**PROBLEM TO WORK ON**.
Your output should be the lines from the start of the data through the line containing "var x = noise.get_noise_2d(row, col)", exactly and nothing more.

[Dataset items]
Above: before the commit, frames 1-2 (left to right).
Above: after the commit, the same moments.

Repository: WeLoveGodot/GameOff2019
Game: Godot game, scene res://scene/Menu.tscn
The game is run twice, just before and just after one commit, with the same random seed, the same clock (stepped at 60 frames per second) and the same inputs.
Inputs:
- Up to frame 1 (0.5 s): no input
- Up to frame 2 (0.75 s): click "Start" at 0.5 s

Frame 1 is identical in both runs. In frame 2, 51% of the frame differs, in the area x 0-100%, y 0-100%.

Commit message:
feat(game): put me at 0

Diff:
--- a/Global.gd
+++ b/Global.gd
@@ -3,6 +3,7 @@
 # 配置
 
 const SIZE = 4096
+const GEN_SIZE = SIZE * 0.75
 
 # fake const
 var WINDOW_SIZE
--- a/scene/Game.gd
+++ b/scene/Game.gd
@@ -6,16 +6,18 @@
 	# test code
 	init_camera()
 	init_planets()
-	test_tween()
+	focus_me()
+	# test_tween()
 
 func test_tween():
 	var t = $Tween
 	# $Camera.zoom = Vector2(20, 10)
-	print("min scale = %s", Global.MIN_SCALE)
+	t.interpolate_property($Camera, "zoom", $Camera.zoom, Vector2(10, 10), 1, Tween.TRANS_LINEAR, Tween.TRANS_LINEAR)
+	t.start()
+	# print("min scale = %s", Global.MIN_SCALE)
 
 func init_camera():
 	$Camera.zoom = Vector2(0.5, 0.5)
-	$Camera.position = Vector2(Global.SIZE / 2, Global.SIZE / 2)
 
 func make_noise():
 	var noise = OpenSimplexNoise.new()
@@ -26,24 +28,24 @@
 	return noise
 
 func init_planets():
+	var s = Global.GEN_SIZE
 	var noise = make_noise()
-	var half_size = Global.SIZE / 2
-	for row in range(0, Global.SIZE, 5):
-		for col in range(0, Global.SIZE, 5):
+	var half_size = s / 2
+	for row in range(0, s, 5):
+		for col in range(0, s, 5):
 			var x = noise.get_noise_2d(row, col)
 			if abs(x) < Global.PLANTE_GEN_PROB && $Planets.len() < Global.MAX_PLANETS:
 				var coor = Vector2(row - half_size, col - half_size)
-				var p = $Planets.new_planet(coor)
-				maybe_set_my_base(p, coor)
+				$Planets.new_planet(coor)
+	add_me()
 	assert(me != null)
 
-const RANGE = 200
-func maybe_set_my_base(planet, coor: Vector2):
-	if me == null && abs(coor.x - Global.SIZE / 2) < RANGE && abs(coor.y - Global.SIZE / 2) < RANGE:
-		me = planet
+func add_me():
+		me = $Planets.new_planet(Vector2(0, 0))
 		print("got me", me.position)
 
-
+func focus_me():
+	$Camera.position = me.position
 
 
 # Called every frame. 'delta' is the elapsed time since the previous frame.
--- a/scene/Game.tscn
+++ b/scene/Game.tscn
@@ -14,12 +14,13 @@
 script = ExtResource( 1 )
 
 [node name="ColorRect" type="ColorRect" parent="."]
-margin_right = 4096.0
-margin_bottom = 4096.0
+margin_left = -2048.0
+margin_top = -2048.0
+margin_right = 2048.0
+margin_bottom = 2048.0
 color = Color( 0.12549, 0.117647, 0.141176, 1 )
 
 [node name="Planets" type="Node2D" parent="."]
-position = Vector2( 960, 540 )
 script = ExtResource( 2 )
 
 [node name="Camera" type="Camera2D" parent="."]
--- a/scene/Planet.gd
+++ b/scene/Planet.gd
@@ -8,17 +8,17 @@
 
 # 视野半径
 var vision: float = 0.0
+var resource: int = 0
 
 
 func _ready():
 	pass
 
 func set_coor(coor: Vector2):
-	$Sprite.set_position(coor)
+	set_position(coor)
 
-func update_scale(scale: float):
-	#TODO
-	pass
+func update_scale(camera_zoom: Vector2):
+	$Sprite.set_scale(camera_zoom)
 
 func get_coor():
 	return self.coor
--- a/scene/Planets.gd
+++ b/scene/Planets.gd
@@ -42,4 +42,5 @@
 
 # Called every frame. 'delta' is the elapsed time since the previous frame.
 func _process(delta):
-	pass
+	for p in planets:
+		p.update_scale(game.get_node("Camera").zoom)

**RESULT**.
Above: before the commit, frames 1-2 (left to right).
Above: after the commit, the same moments.

Repository: WeLoveGodot/GameOff2019
Game: Godot game, scene res://scene/Menu.tscn
The game is run twice, just before and just after one commit, with the same random seed, the same clock (stepped at 60 frames per second) and the same inputs.
Inputs:
- Up to frame 1 (0.5 s): no input
- Up to frame 2 (0.75 s): click "Start" at 0.5 s

Frame 1 is identical in both runs. In frame 2, 51% of the frame differs, in the area x 0-100%, y 0-100%.

Commit message:
feat(game): put me at 0

Diff:
--- a/Global.gd
+++ b/Global.gd
@@ -3,6 +3,7 @@
 # 配置
 
 const SIZE = 4096
+const GEN_SIZE = SIZE * 0.75
 
 # fake const
 var WINDOW_SIZE
--- a/scene/Game.gd
+++ b/scene/Game.gd
@@ -6,16 +6,18 @@
 	# test code
 	init_camera()
 	init_planets()
-	test_tween()
+	focus_me()
+	# test_tween()
 
 func test_tween():
 	var t = $Tween
 	# $Camera.zoom = Vector2(20, 10)
-	print("min scale = %s", Global.MIN_SCALE)
+	t.interpolate_property($Camera, "zoom", $Camera.zoom, Vector2(10, 10), 1, Tween.TRANS_LINEAR, Tween.TRANS_LINEAR)
+	t.start()
+	# print("min scale = %s", Global.MIN_SCALE)
 
 func init_camera():
 	$Camera.zoom = Vector2(0.5, 0.5)
-	$Camera.position = Vector2(Global.SIZE / 2, Global.SIZE / 2)
 
 func make_noise():
 	var noise = OpenSimplexNoise.new()
@@ -26,24 +28,24 @@
 	return noise
 
 func init_planets():
+	var s = Global.GEN_SIZE
 	var noise = make_noise()
-	var half_size = Global.SIZE / 2
-	for row in range(0, Global.SIZE, 5):
-		for col in range(0, Global.SIZE, 5):
+	var half_size = s / 2
+	for row in range(0, s, 5):
+		for col in range(0, s, 5):
 			var x = noise.get_noise_2d(row, col)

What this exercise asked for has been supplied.